Alteração 48 Artigo 9, nº 3, parágrafo 2
A coordenação operacional abrangerá a coordenação com o país afectado e, sempre que presentes, com as Nações Unidas.
A coordenação operacional abrangerá a coordenação com o país afectado e com o Gabinete de Coordenação dos Assuntos Humanitários das Nações Unidas (OCHA) e outros agentes que contribuam para o esforço geral de socorro. Tal não afectará os contactos bilaterais entre os Estados-Membros participantes e as Nações Unidas ou o país em causa.

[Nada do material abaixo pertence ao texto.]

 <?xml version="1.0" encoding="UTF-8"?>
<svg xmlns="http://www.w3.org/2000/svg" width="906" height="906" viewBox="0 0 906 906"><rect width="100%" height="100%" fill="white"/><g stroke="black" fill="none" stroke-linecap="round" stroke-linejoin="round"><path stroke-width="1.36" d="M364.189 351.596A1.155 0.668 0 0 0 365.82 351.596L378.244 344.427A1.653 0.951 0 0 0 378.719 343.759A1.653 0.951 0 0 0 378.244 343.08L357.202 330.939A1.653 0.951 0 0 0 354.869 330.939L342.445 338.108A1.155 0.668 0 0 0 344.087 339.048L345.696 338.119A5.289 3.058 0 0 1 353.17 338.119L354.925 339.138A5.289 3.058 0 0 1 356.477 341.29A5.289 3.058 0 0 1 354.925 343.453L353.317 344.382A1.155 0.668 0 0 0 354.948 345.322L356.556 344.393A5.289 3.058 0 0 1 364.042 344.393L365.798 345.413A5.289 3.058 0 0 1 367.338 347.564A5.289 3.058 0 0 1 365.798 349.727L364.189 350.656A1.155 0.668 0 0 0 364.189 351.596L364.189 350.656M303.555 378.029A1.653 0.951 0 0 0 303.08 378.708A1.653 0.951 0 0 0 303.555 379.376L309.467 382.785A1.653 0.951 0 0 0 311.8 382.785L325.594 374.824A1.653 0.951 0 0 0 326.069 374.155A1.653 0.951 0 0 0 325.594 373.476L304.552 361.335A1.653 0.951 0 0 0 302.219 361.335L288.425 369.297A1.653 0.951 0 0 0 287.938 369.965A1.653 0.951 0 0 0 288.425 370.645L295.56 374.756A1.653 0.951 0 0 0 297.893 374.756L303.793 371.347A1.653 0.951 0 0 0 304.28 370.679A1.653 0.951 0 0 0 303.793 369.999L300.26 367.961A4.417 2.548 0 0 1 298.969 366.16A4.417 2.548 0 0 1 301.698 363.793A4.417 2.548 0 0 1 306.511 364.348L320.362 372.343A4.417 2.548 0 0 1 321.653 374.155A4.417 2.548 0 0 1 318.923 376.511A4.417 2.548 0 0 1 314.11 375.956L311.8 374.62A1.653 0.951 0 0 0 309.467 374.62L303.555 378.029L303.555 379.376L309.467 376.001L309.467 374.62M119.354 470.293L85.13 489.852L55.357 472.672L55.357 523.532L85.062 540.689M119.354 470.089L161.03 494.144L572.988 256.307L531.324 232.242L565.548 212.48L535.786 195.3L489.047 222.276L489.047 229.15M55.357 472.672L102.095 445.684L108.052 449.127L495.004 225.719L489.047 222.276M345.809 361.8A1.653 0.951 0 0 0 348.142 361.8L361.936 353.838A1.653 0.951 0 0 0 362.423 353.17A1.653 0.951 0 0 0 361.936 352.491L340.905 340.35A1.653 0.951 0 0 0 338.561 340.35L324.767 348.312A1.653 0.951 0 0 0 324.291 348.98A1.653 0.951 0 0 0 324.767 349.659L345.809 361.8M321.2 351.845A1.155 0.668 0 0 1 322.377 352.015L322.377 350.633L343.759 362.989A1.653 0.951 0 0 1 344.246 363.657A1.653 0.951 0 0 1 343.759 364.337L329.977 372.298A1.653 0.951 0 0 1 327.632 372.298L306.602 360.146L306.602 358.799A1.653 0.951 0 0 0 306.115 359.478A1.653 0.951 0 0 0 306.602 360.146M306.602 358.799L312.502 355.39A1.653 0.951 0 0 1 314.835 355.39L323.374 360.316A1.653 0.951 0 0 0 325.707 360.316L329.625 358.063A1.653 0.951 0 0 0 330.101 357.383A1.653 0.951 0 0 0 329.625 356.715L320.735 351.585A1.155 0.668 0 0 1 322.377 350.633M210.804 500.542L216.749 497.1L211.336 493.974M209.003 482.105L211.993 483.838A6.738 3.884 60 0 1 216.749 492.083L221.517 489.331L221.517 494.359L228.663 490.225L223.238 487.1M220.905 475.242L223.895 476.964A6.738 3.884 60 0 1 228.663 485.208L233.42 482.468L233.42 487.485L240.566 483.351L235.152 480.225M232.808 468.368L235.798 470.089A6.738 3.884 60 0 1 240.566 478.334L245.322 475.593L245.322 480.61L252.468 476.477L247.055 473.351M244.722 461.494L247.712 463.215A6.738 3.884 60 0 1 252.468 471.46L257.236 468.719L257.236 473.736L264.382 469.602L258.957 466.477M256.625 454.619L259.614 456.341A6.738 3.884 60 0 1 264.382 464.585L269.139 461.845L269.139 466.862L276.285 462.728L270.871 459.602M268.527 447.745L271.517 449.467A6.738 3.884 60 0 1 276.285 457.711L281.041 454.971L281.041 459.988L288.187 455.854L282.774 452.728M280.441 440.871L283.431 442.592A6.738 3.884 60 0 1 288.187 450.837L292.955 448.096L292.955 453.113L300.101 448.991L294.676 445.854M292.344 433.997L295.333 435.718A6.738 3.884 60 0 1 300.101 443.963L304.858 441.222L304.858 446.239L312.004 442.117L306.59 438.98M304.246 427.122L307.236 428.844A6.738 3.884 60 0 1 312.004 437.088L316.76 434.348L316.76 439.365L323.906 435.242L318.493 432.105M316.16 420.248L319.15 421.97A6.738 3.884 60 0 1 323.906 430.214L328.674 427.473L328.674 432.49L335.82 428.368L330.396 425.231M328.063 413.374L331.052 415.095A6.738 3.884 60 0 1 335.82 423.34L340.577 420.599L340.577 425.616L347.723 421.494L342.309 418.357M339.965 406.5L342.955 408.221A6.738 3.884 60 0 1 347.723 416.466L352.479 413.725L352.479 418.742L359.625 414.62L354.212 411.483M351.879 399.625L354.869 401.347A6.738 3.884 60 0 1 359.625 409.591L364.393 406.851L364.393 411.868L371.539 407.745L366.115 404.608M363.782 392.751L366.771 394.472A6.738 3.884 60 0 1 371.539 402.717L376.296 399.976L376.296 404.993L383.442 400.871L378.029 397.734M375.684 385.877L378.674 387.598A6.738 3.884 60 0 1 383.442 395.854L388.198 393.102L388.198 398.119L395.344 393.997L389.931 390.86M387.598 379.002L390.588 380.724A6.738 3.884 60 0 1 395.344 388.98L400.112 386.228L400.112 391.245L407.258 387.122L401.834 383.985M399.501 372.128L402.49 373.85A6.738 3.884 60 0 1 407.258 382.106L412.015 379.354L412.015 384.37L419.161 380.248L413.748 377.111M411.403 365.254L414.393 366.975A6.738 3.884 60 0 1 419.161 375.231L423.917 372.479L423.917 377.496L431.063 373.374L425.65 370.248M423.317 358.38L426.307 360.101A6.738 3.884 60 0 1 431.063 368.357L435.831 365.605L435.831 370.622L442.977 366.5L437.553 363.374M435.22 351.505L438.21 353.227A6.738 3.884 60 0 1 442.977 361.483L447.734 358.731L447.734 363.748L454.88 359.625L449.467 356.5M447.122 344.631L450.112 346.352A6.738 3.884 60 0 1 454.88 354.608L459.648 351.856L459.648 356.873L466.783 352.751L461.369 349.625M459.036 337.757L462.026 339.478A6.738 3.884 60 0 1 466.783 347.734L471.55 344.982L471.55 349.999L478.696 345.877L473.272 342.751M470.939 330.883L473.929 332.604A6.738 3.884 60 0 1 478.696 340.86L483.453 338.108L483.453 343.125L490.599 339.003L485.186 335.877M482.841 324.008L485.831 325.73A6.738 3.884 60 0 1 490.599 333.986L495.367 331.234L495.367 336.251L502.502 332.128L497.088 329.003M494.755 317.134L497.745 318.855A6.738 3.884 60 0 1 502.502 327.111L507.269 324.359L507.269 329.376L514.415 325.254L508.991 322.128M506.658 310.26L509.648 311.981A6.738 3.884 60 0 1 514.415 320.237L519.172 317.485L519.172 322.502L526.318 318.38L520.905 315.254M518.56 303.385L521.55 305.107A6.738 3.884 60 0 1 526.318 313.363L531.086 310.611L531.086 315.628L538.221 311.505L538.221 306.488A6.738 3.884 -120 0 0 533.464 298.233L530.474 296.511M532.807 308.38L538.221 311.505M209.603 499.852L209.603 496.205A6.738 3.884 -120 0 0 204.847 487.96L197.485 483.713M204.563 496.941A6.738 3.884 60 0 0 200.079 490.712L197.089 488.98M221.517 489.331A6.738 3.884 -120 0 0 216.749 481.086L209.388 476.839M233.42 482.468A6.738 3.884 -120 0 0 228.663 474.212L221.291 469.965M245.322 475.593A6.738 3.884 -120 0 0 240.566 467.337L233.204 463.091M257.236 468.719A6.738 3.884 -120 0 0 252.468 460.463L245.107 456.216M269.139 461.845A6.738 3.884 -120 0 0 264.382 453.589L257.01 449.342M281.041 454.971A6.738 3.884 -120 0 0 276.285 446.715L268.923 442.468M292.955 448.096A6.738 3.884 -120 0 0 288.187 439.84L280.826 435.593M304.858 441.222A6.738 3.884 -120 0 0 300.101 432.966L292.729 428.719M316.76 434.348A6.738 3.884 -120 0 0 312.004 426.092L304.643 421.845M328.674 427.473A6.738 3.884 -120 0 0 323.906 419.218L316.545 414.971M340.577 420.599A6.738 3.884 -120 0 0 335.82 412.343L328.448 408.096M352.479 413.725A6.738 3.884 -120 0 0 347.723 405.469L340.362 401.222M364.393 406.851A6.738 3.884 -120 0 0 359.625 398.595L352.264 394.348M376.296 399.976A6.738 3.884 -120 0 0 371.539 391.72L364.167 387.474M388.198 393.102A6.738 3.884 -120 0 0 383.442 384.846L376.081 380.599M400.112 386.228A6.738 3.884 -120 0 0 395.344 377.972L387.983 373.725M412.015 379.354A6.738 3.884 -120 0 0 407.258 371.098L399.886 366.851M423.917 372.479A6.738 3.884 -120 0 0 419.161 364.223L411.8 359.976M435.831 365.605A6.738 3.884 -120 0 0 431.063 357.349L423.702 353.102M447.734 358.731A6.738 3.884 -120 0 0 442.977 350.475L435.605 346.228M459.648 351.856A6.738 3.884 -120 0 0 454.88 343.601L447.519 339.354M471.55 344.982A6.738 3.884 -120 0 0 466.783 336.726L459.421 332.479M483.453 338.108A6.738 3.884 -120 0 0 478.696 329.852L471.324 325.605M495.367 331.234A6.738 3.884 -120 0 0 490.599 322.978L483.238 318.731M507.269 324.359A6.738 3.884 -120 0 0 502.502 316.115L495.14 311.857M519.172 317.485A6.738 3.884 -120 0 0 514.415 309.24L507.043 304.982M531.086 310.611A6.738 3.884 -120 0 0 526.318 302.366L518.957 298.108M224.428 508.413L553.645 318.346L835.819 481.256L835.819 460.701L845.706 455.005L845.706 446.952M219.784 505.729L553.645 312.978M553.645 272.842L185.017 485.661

Alteração 49 Artigo 10 A (novo)
Artigo 10º-A
Serão criados meios de transporte e apoio logístico suplementares mediante os procedimentos de concurso público adequados a nível internacional, com base na legislação comunitária pertinente, sem a aplicação da cláusula de excepção relativa à "segurança".
Alteração 50 Artigo 10 B (novo)
Artigo 10º-B
A Comissão, em colaboração com os Estados-Membros, assegurará através de disposições estruturais apropriadas a coordenação e integração dos sistemas de vigilância, alerta e resposta precoce para utilização pelos Estados-Membros e pelo MIC, assim como a coordenação com outras redes comunitárias e/ou organismos competentes em matéria de protecção civil.
Alteração 51 Artigo 11, parágrafo 2
Nas actividades realizadas ao abrigo do presente mecanismo poderão participar outros países terceiros desde que existam acordos para o efeito.
Nas actividades realizadas ao abrigo do presente mecanismo poderão participar outros países terceiros, bem como organizações internacionais ou regionais, desde que existam acordos para o efeito entre esses países terceiros e a Comunidade.
Alteração 52 Artigo 12
Para efeitos de aplicação da presente decisão, os Estados-Membros nomearão as autoridades competentes e delas darão conhecimento à Comissão.
Para efeitos de aplicação da presente decisão, os Estados-Membros nomearão as autoridades competentes e delas darão conhecimento à Comissão. No âmbito da assistência consular mútua, os Estados-Membros definirão pontos de contacto em regiões pré-identificadas e informarão a Comissão a esse respeito.
Alteração 53 Artigo 13, nº 4 A (novo)
4 A. Disposições estruturais de coordenação e integração, tal como previstas no artigo 10º-B.
Alteração 54 Artigo 13, nº 5 A (novo)
5 A. Os módulos contemplados no nº 3 do artigo 3º.
Alteração 55 Artigo 13, nº 5 B (novo)
5 B. Os sistemas de alerta precoce previstos no nº 1, alínea c) do artigo 4º.
Alteração 56 Artigo 13, nº 7 A (novo)
7 A. Cooperação com países terceiros, bem como com organizações internacionais ou regionais, como previsto no artigo 11°.
Alteração 57 Artigo 13, nº 8 A (novo)
8 A. Orientações para o estabelecimento e a interconexão dos sistemas de alerta precoce, bem como para a informação e formação dos cidadãos no que respeita ao modo de reagir numa situação de emergência.
Alteração 58 Artigo 14, nº 1
1. A Comissão será assistida pelo comité instituído pelo artigo 13º da proposta de regulamento do Conselho que estabelece um instrumento de resposta e preparação rápidas para emergências graves.
1. A Comissão será assistida pelo comité instituído pelo artigo 13º do projecto do Conselho que estabelece um instrumento financeiro de protecção civil, que incluirá representantes das autoridades locais e regionais.
Alteração 59 Artigo 15, nº 1
A Comissão apresentará ao Parlamento Europeu e ao Conselho um relatório anual sobre a aplicação da presente decisão, no qual indicará o valor acrescentado da acção comunitária para os cidadãos da UE e em especial para as pessoas afectadas.
A Comissão avaliará a aplicação da presente decisão de três em três anos a contar da data da sua notificação e apresentará ao Parlamento Europeu e ao Conselho as conclusões dessa avaliação.
A Comissão avaliará igualmente a aplicação da presente decisão de três em três anos a contar da data da sua notificação e apresentará ao Parlamento Europeu e ao Conselho as conclusões dessa avaliação.